"Алексей Николаевич Кулаковский. Сад " - читать интересную книгу автора

Придется, пожалуй, завтра проведать своих питомцев. А ты куда ездил на такой
коняшке?
- Всюду, брат, нужно поспеть. Своими ногами везде не выбегаешь. Один я,
считай... От председателя нашего - ты же знаешь Никифора Хавусту - толку
мало. Вот и ездил звать бригадиров сегодня на правление.
Хотел было Нестор спросить у Игната, кто это растащил колхозную солому,
почему на гумнах не осталось и горстки хорошего сена. Да разве Севрук
ответит что-либо путное?
Может быть, поэтому спросил неожиданно для Игната совсем о другом:
- А зачем это, человече, ты испортил так животное?
Игнат, удивленный таким вопросом, растерялся, потом, глянув на
лошаденку, уставился на Нестора:
- Как это испортил? - Сам Игнат уже так привык к куцему хвосту лошадки,
что не замечал его и не мог догадаться, о чем говорит Нестор. - Как это
испортил? - переспросил он.
- Мало, что заездил, так еще и хвост обкарнал.
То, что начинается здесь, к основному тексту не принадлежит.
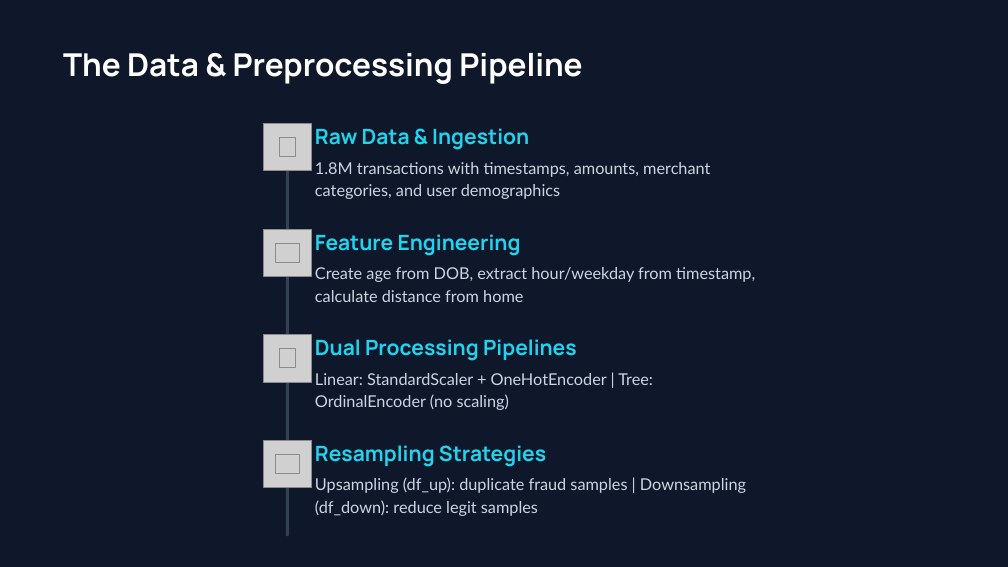
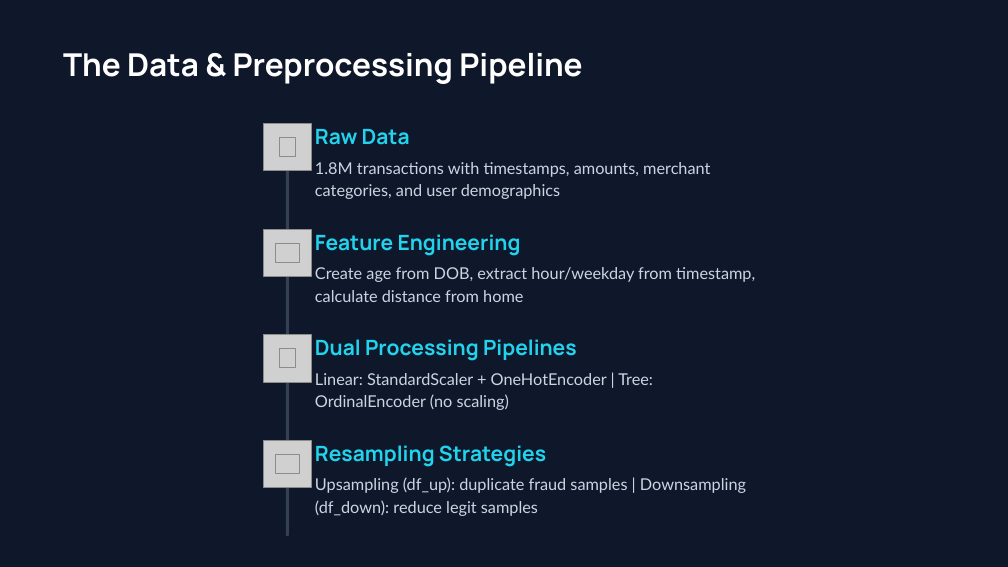
Before and after one commit to renoseHarsh/211Project, a slide deck: slide 3 of Credit Card Fraud Detection.pptx. Drawn at 1008x567 pixels with LibreOffice and Linux fonts; fonts in the diff are those of the drawing; grey boxes stand for pictures; background and template pictures are left out. Boxes give left, top, right and bottom in pixels: in the first picture for what was removed or moved away, otherwise in the second. Text is boxed around its words. In the diff, an @@ line names an element or a change of style, - is before the commit and + after.

```diff
--- a/Credit Card Fraud Detection.pptx
+++ b/Credit Card Fraud Detection.pptx
@@ text at box(315, 129, 410, 145): text changed @@
-Raw Data & Ingestion
+Raw Data
```
Also in this commit, not shown: 7 other slides changed, 1 other file.

Летом издохнет она: овод
заест.


Когда поздним вечером Нестор пришел в колхозную канцелярию, Севрук
говорил о полеводстве. На широком, заляпанном чернилами столе справа и слева
от Севрука лежали кучками исписанные бумажки. Одна кучка была больше другой,
а он брал из меньшей новую и новую бумажку и, едва глянув на нее,
перекладывал на другую сторону, поближе к лампе.
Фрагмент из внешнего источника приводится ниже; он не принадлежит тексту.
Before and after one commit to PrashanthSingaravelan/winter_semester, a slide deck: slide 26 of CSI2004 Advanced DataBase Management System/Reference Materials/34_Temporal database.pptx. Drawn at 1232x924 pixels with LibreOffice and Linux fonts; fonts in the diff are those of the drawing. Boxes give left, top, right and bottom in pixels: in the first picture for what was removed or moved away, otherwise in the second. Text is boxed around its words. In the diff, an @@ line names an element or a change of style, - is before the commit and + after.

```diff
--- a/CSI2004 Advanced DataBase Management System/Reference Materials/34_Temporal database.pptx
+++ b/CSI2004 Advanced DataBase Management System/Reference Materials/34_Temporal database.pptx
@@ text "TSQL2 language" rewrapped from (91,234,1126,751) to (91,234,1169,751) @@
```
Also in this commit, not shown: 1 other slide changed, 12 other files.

Появление Нестора вызвало у Севрука новую мысль: почему бы не назначить
садовода полеводом? Кто знает, сколько времени доказывал бы Севрук
целесообразность такого предложения, если бы в канцелярию не вошла старая
Федосиха. Ее привел колхозный сторож, чтобы показать правлению свою
бдительность, - ведь дошло уж до того, что Севрук как-то позвал его в
правление и долго распекал за то, что с гумна растащили всю мякину. В
фартуке у Федосихи было пригоршни две какой-то трухи. Сторож, подойдя к
столу и обращаясь, главным образом, к Игнату, стал докладывать, что он
поймал старуху с этой трухой около гумна, но он уверен, что она была и на
гумне, и не раз даже была.
Федосиха клялась, что на гумне она не была, а насобирала у подворотни
того-сего - там насыпалось, когда привозили сено да солому, - надо же
чем-нибудь кормить корову. Сторож продолжал настаивать на своем. Старуха
заплакала, потом, отстранив рукой сторожа, подошла ближе к столу и высыпала
на пол, куда падал свет лампы, всю труху.
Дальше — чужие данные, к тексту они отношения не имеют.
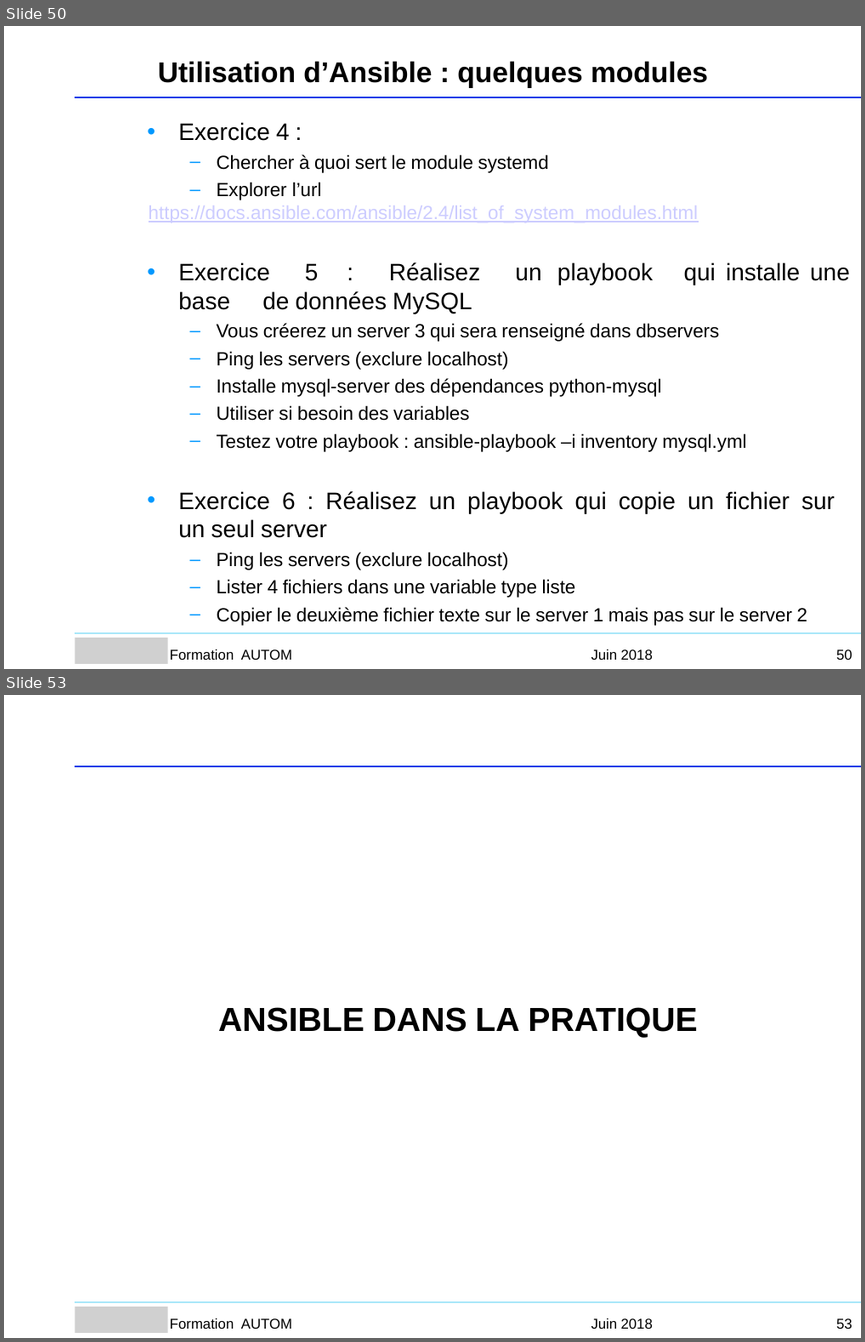
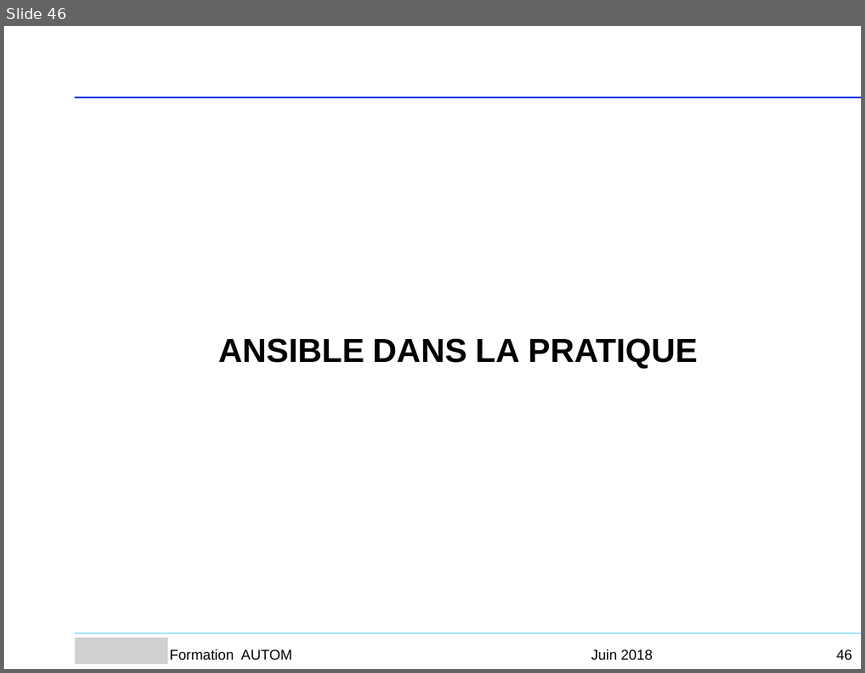
Before and after one commit to Sputnik93/cours_ansible, a slide deck: Ansible_support_cours_AGO.ppt. Shown one above the other, each under a label of ours: slides 50 and 53 before the commit, slide 46 after it; the slides between them are not shown. The pictures are 865x1342 and 865x673 pixels, drawn with LibreOffice and Linux fonts; fonts in the diff are those of the drawing; grey boxes stand for pictures; background and template pictures are left out. Boxes give left, top, right and bottom in pixels: in the first picture for what was removed or moved away, otherwise in the second. Text is boxed around its words. In the diff, an @@ line names an element or a change of style, - is before the commit and + after.

```diff
--- a/Ansible_support_cours_AGO.ppt
+++ b/Ansible_support_cours_AGO.ppt
@@ slide 50 removed at (x1=4, y1=26, x2=861, y2=669), background #FFFFFF @@
@@ text removed at (x1=158, y1=61, x2=708, y2=88) @@
-Utilisation d’Ansible : quelques modules
@@ freeform shape removed at (x1=75, y1=97, x2=861, y2=97) @@
@@ text removed at (x1=148, y1=122, x2=850, y2=625) @@
-• Exercice 4 :
-  – Chercher à quoi sert le module systemd
-  – Explorer l’url
-https://docs.ansible.com/ansible/2.4/list_of_system_modules.html
-• Exercice 5 : Réalisez un playbook qui installe une base de données MySQL
-  – Vous créerez un server 3 qui sera renseigné dans dbservers
-  – Ping les servers (exclure localhost)
-  – Installe mysql-server des dépendances python-mysql
-  – Utiliser si besoin des variables
-  – Testez votre playbook : ansible-playbook –i inventory mysql.yml
-• Exercice 6 : Réalisez un playbook qui copie un fichier sur un seul server
-  – Ping les servers (exclure localhost)
-  – Lister 4 fichiers dans une variable type liste
-  – Copier le deuxième fichier texte sur le server 1 mais pas sur le server 2
@@ freeform shape removed at (x1=75, y1=633, x2=861, y2=633) @@
@@ picture removed at (x1=75, y1=638, x2=169, y2=664) @@
@@ text removed at (x1=170, y1=649, x2=292, y2=659) @@
-Formation AUTOM
@@ text removed at (x1=591, y1=649, x2=653, y2=659) @@
-Juin 2018
@@ page number removed at (x1=836, y1=649, x2=852, y2=659) @@
-50
@@ what was slide 53 is now slide 46 @@
@@ page number at (x1=836, y1=649, x2=852, y2=659): text changed @@
-53
+46
```
Also in this commit, not shown: 5 slides changed, 5 slides added, 11 other slides removed, 1 other file.

- Смотрите, смотрите! Вот что я пригоршнями насобирала возле гумна, оно
же мокрое все.
Заметив недобрую усмешку Севрука, она закричала:
- Да подавитесь вы этой мякиной! Пусть моя корова издохнет с голоду -
не пойду больше... А жена Игната пусть тащит с гумна мешками!
Услышав эти слова, Севрук изменился в лице.
- Прикуси язык! - закричал он. - Ты думаешь, как при немцах все тут
волокла, тащила, так и теперь? Нет, слышишь, приструним, под суд!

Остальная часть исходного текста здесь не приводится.